# Integrity REO Solutions out of Texas



## Guest (Mar 29, 2012)

Any experiences?


----------



## Guest (Mar 31, 2012)

I see your from CT, do yourself a favor and watch out for companies cold calling you on rehab and lord knows what else they claim to be extremely important, yada yada, also ignore any Craigslist add claiming riches etc-always plug a business name into google and see what comes up-the thieves tend to be prominently displayed:jester:


----------



## Guest (Apr 1, 2012)

I completely agree, and I own Integrity REO Solutions


----------



## Guest (Jun 2, 2012)

Beware of Integrity REO Solutions. You may get paid, but I have done work for Doug Williams and while I was paid for many work orders, a portion of the work I did has yet to be paid, and it's a year later. I have even made offers to settle with him for 50% of what he owes me, and still have received no response to my reaching out to him. My advice: If you want to work in this business, work directly for a realtor or a national field service company such as MCS or LPS. Do not work for regional contractors such as Integrity REO Solutions. You will get burned.


----------



## Guest (Jun 2, 2012)

*Good Advice.*

That's good advice -- working directly for the source.

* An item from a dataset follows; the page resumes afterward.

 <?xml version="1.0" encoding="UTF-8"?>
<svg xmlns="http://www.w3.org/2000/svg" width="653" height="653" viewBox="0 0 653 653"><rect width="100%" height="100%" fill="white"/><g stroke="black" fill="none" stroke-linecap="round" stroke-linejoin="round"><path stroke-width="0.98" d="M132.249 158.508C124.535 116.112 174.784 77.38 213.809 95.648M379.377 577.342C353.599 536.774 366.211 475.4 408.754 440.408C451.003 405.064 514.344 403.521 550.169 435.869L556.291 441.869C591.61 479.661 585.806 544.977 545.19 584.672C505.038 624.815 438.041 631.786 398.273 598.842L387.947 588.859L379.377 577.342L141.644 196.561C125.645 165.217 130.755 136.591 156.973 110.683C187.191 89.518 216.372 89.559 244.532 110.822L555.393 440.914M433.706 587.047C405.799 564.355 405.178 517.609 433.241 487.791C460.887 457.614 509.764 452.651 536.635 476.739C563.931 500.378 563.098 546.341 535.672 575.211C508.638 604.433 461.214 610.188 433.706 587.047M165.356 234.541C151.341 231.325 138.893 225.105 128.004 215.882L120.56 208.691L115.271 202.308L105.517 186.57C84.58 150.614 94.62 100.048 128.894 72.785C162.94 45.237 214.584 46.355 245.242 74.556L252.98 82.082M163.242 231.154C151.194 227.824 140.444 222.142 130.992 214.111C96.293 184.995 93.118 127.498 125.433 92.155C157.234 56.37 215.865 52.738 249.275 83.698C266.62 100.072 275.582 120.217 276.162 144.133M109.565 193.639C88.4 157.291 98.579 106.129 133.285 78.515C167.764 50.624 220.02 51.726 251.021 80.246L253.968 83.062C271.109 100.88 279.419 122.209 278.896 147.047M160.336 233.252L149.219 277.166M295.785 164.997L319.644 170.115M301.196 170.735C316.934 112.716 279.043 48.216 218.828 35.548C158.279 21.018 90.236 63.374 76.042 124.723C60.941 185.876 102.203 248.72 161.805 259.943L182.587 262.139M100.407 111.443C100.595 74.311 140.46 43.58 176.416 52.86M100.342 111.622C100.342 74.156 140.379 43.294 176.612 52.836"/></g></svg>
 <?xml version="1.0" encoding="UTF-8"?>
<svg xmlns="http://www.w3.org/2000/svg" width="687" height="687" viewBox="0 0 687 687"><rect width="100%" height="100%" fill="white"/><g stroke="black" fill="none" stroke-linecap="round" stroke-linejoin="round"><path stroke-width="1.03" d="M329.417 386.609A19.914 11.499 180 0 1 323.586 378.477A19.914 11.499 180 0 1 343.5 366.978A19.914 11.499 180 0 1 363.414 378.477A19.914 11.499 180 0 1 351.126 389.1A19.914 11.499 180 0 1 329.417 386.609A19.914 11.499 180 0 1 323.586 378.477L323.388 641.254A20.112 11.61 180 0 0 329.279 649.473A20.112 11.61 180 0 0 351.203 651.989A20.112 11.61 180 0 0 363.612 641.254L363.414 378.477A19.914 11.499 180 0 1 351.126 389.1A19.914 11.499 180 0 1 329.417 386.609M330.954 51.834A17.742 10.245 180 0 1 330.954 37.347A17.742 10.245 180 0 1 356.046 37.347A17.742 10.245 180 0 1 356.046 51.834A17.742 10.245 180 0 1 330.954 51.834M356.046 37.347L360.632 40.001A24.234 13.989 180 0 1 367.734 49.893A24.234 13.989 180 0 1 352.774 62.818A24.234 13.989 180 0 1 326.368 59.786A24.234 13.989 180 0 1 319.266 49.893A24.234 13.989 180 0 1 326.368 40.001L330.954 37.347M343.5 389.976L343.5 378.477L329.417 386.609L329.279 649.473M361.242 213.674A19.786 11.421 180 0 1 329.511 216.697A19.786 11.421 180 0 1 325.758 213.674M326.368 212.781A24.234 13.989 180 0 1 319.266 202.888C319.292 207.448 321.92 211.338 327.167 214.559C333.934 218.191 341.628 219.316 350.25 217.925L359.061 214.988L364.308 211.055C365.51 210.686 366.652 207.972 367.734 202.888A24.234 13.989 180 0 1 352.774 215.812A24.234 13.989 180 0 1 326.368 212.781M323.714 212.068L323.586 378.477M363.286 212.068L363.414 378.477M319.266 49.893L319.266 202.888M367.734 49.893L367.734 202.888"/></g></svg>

It is difficult to get on the vendor list for LPS directly: they like to keep their contractors to a minimum. I also recommend Field Asset Services and Altisource.


----------



## Guest (Jun 2, 2012)

Doug's reply to my concerns with his company, and numerous companies like it illustrates the lack of care about paying their bills. Notice something missing in his glossy reply: there's nothing about thousands of dollars he neglected to pay me for dozens of work orders where I spent thousands of my own money and time earning. This doesn't happen when you're dealing with larger companies with legitimate accounting departments or realtors who have a reputation to uphold and a license to maintain.


----------



## Guest (Jun 2, 2012)

Dennis Kirkpatrick has a strong reputation, and the whole time he worked with me I wad able to effectively service what I mistakenly thought were good clients. It's unfortunate for both of us that we put a great deal of effort and hard work into building rapport with people who were crooks. I have countless invoices that have not been paid despite good results. 

I don't male it a secret that I cannot pay when I do not get paid. I am wiser now with vendors and we have this discussion up front. When I first started, however, I did whatever it took to keep from drawing unemployment  I started with no capital, just experience.

Now, I have a pretty good system in East TX and in sOme other states.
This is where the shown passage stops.